ファイナンスの知識を用いて説明する美鈴に、早瀬は面食らった様子だったが、やはり美鈴が予想したとおり、早瀬のリアクションは頼りないものだった。

「やるべきことはやっている」

「いっていることはもっともだが、現実は違う」

そう繰り返すばかり。

そして挙句の果てには、「いくら注文をとりたくても、書店さんが注文してくれないのだからしかたない」と突き放した。

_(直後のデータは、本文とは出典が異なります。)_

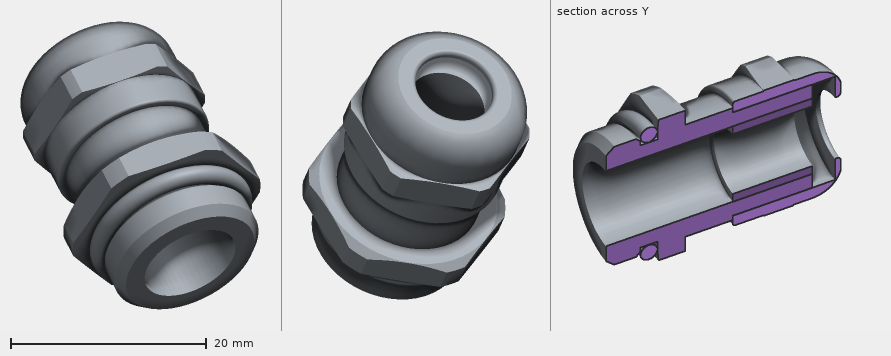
import cadquery as cq
import math


DOME_FACE_DIA = 12.0
DOME_LENGTH = 3.3
CAP_DIA = 16.8
CAP_END = 12.53
CAP_REAR_ROUND = 0.27
CAP_BORE_DIA = 13.87
LIP_DIA = 8.2
LIP_ROUND = 0.45
LIP_LENGTH = 0.7

CAP_HEX_START = 5.45
CAP_HEX_END = 9.0
CAP_HEX_FLATS = 16.97
CAP_HEX_CORNER_DIA = 18.9
CAP_HEX_FACE_DIA = 16.95
CAP_HEX_FRONT_BEVEL = 0.27
CAP_HEX_REAR_BEVEL = 0.2

NECK_START = 3.27
NECK_DIA = CAP_BORE_DIA
SEAL_POCKET_DIA = 10.1
BARREL_DIA = 15.2

BODY_HEX_START = 18.0
BODY_HEX_END = 21.25
BODY_HEX_FLATS = 19.0
BODY_HEX_CORNER_DIA = 20.78
BODY_HEX_FRONT_FACE_DIA = 18.9
BODY_HEX_REAR_FACE_DIA = 16.9
BODY_HEX_FRONT_BEVEL = 0.55
BODY_HEX_REAR_BEVEL = 0.2

GROOVE_DIA = 13.87
SPIGOT_DIA = 16.0
SPIGOT_FRONT_BEVEL = 0.5
SPIGOT_END_DIA = 14.25
SPIGOT_END_BEVEL = 0.98
BODY_END = 27.25

SEAL_BORE_DIA = 8.0
RING_SECTION_DIA = 2.0


def revolve_about_x(profile):
    """Turn a closed (x, radius) profile in the XY plane around the X axis."""
    return profile.close().revolve(360, (0, 0, 0), (1, 0, 0))


def cylinder(start, end, dia):
    """Solid cylinder along X."""
    return cq.Workplane("YZ", origin=(start, 0, 0)).circle(dia / 2).extrude(end - start)


def bevelled_hexagon(start, end, flats, corner_dia, front_dia, rear_dia, front_bevel, rear_bevel):
    """Hexagon with flats facing +Z and -Z, its corners turned round and both ends turned conical."""
    point_to_point = flats / math.cos(math.pi / 6)
    prism = cq.Workplane("YZ", origin=(start, 0, 0)).polygon(6, point_to_point).extrude(end - start)
    turned_blank = revolve_about_x(
        cq.Workplane("XY")
        .moveTo(start, 0)
        .lineTo(start, front_dia / 2)
        .lineTo(start + front_bevel, corner_dia / 2)
        .lineTo(end - rear_bevel, corner_dia / 2)
        .lineTo(end, rear_dia / 2)
        .lineTo(end, 0)
    )
    return prism.intersect(turned_blank)


def make_cap_nut():
    """Domed nut with a rounded lip around its opening and a plain bore behind the lip."""
    rise = (CAP_DIA - DOME_FACE_DIA) / 2
    dome_radius = (DOME_LENGTH**2 + rise**2) / (2 * rise)
    dome_centre_radius = CAP_DIA / 2 - dome_radius
    start_angle = math.atan2(DOME_FACE_DIA / 2 - dome_centre_radius, -DOME_LENGTH)
    mid_angle = (start_angle + math.pi / 2) / 2
    dome_middle = (
        DOME_LENGTH + dome_radius * math.cos(mid_angle),
        dome_centre_radius + dome_radius * math.sin(mid_angle),
    )

    shell = revolve_about_x(
        cq.Workplane("XY")
        .moveTo(0, LIP_DIA / 2 + LIP_ROUND)
        .lineTo(0, DOME_FACE_DIA / 2)
        .threePointArc(dome_middle, (DOME_LENGTH, CAP_DIA / 2))
        .lineTo(CAP_END - CAP_REAR_ROUND, CAP_DIA / 2)
        .radiusArc((CAP_END, CAP_DIA / 2 - CAP_REAR_ROUND), CAP_REAR_ROUND)
        .lineTo(CAP_END, CAP_BORE_DIA / 2)
        .lineTo(LIP_LENGTH, CAP_BORE_DIA / 2)
        .lineTo(LIP_LENGTH, LIP_DIA / 2)
        .lineTo(LIP_ROUND, LIP_DIA / 2)
        .radiusArc((0, LIP_DIA / 2 + LIP_ROUND), LIP_ROUND)
    )
    hexagon = bevelled_hexagon(
        CAP_HEX_START, CAP_HEX_END, CAP_HEX_FLATS, CAP_HEX_CORNER_DIA,
        CAP_HEX_FACE_DIA, CAP_HEX_FACE_DIA, CAP_HEX_FRONT_BEVEL, CAP_HEX_REAR_BEVEL,
    )
    return shell.union(hexagon.cut(cylinder(CAP_HEX_START, CAP_HEX_END, CAP_BORE_DIA)))


def make_gland_body():
    """Neck inside the cap nut, barrel, hexagon, O-ring groove and bevelled spigot, bored through."""
    groove_end = BODY_HEX_END + RING_SECTION_DIA
    bevel_start_radius = SPIGOT_DIA / 2 - SPIGOT_FRONT_BEVEL
    turned = revolve_about_x(
        cq.Workplane("XY")
        .moveTo(NECK_START, 0)
        .lineTo(NECK_START, NECK_DIA / 2)
        .lineTo(CAP_END, NECK_DIA / 2)
        .lineTo(CAP_END, BARREL_DIA / 2)
        .lineTo(BODY_HEX_END, BARREL_DIA / 2)
        .lineTo(BODY_HEX_END, GROOVE_DIA / 2)
        .lineTo(groove_end, GROOVE_DIA / 2)
        .lineTo(groove_end, bevel_start_radius)
        .lineTo(groove_end + SPIGOT_FRONT_BEVEL, SPIGOT_DIA / 2)
        .lineTo(BODY_END - SPIGOT_END_BEVEL, SPIGOT_DIA / 2)
        .lineTo(BODY_END, SPIGOT_END_DIA / 2)
        .lineTo(BODY_END, 0)
    )
    hexagon = bevelled_hexagon(
        BODY_HEX_START, BODY_HEX_END, BODY_HEX_FLATS, BODY_HEX_CORNER_DIA,
        BODY_HEX_FRONT_FACE_DIA, BODY_HEX_REAR_FACE_DIA, BODY_HEX_FRONT_BEVEL, BODY_HEX_REAR_BEVEL,
    )
    return turned.union(hexagon).cut(cylinder(NECK_START, BODY_END, SEAL_POCKET_DIA))


def make_seal():
    """Plain sleeve in the body bore, flush with the neck in front and level with the cap nut's end."""
    return cylinder(NECK_START, CAP_END, SEAL_POCKET_DIA).cut(cylinder(NECK_START, CAP_END, SEAL_BORE_DIA))


def make_o_ring():
    """Ring resting on the groove floor and between its two walls."""
    section_radius = RING_SECTION_DIA / 2
    section = (
        cq.Workplane("XY")
        .center(BODY_HEX_END + section_radius, GROOVE_DIA / 2 + section_radius)
        .circle(section_radius)
    )
    axis_offset = -(GROOVE_DIA / 2 + section_radius)
    return section.revolve(360, (0, axis_offset, 0), (1, axis_offset, 0))


cap_nut = make_cap_nut()
gland_body = make_gland_body()
seal = make_seal()
o_ring = make_o_ring()

result = cq.Compound.makeCompound([cap_nut.val(), gland_body.val(), seal.val(), o_ring.val()])

それを聞いてカチンときた美鈴は、「じゃあ、なんで書店さんが森下書房の本を注文してくれないのか、直接聞きに行ってくる!」といって、部屋を出ていこうとした。実際、書店員さんと直接話して、どうしたら注文してくれるか聞いてみたいとも美鈴は思っていたのだ。

すると、早瀬はあわてて美鈴の行く手を阻んだ。

「勝手なことをされたら困ります。私が恥をかくことになります」

それでもかまわず部屋を出ていこうとすると、早瀬は観念し、書店に連れていくことを約束した。

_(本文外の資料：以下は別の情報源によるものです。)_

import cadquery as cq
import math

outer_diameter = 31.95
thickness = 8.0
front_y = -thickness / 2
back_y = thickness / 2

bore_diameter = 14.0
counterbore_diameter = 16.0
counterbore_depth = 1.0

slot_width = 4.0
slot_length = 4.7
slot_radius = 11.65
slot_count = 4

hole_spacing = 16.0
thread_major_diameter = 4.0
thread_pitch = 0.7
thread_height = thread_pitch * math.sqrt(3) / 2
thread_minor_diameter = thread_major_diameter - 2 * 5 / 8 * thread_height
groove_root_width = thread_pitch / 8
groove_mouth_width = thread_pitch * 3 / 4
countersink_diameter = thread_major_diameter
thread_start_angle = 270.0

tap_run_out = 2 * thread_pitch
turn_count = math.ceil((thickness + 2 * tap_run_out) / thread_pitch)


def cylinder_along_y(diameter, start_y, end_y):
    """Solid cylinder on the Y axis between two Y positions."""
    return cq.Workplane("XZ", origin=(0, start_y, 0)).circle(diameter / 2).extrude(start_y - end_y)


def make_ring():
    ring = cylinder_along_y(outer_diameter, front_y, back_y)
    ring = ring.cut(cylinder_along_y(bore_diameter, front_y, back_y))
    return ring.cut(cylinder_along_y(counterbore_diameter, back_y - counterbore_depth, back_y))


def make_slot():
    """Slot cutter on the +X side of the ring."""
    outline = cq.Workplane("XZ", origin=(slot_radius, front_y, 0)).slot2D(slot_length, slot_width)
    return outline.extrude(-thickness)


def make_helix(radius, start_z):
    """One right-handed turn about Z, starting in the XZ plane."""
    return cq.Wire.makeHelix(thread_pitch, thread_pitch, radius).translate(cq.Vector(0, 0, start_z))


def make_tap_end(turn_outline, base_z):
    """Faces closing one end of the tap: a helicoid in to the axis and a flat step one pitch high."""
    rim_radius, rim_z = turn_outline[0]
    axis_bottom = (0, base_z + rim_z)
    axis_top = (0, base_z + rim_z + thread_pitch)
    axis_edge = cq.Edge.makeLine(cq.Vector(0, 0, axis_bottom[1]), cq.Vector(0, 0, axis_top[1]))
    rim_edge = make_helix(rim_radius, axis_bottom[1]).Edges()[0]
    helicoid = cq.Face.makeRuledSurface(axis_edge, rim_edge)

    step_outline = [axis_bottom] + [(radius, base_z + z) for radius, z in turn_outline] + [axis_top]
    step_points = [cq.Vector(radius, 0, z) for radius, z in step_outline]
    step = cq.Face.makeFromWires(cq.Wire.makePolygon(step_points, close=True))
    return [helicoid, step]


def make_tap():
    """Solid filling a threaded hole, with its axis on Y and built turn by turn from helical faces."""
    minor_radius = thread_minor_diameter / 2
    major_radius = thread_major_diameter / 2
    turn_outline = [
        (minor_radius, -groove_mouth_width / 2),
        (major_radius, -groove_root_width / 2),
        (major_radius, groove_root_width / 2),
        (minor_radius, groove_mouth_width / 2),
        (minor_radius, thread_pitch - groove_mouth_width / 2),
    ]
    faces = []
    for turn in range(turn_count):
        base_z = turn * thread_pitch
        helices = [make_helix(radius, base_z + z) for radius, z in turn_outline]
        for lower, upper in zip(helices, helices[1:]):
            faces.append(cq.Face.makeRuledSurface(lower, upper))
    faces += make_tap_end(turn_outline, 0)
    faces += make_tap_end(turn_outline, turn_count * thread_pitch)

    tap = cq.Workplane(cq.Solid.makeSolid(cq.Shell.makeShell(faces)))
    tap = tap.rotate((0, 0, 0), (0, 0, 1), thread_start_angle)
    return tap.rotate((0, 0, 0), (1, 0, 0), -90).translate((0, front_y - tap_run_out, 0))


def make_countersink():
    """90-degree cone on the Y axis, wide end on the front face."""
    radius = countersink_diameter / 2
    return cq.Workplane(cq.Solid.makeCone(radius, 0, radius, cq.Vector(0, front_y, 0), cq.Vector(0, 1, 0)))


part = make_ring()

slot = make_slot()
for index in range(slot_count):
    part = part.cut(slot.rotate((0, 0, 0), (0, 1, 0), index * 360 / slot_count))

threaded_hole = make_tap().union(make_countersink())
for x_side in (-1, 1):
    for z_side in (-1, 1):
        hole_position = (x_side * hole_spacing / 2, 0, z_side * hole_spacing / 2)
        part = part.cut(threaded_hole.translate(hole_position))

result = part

おそらく書店員からきびしい現状を聞けば、美鈴もあきらめるだろうと踏んだようだ。

出版社に対してズケズケとモノをいうタイプで、出版業界に一家言をもっている雨宮を選んだのも、早瀬の作戦だったのだろう。

「早瀬さん、久しぶりだね。そちらのお嬢さんは、娘さん?」

雨宮は美鈴のほうをチラリと見ていった。美鈴はスーツを持っていなかったので、地味な紺色のワンピースを選んだのだが幼さを消すことはできなかった。

「いえ、あのお……」

早瀬がいいよどんでいると、美鈴が口を挟んだ。

「はじめまして、森下書房社長の森下美鈴です!」

ニコッとほほ笑む美鈴に対し、雨宮は目を見開き、言葉を失っている様子だった。

「きみが社長さん……こりゃ、驚いた」

いいながら雨宮はくちひげを何度もさすった。

美鈴は社長になった経緯や森下書房が置かれた現状をかいつまんで話した。

早瀬からは事前に「資金繰りが苦しくてつぶれそうなことは絶対に話さないように」といわれていたので、経営改革に社長自ら取り組んでいると雨宮には伝えた。

話をひと通り聞いて冷静さを取り戻した雨宮は、「で、今日はどういうご用件で?」とたずねた。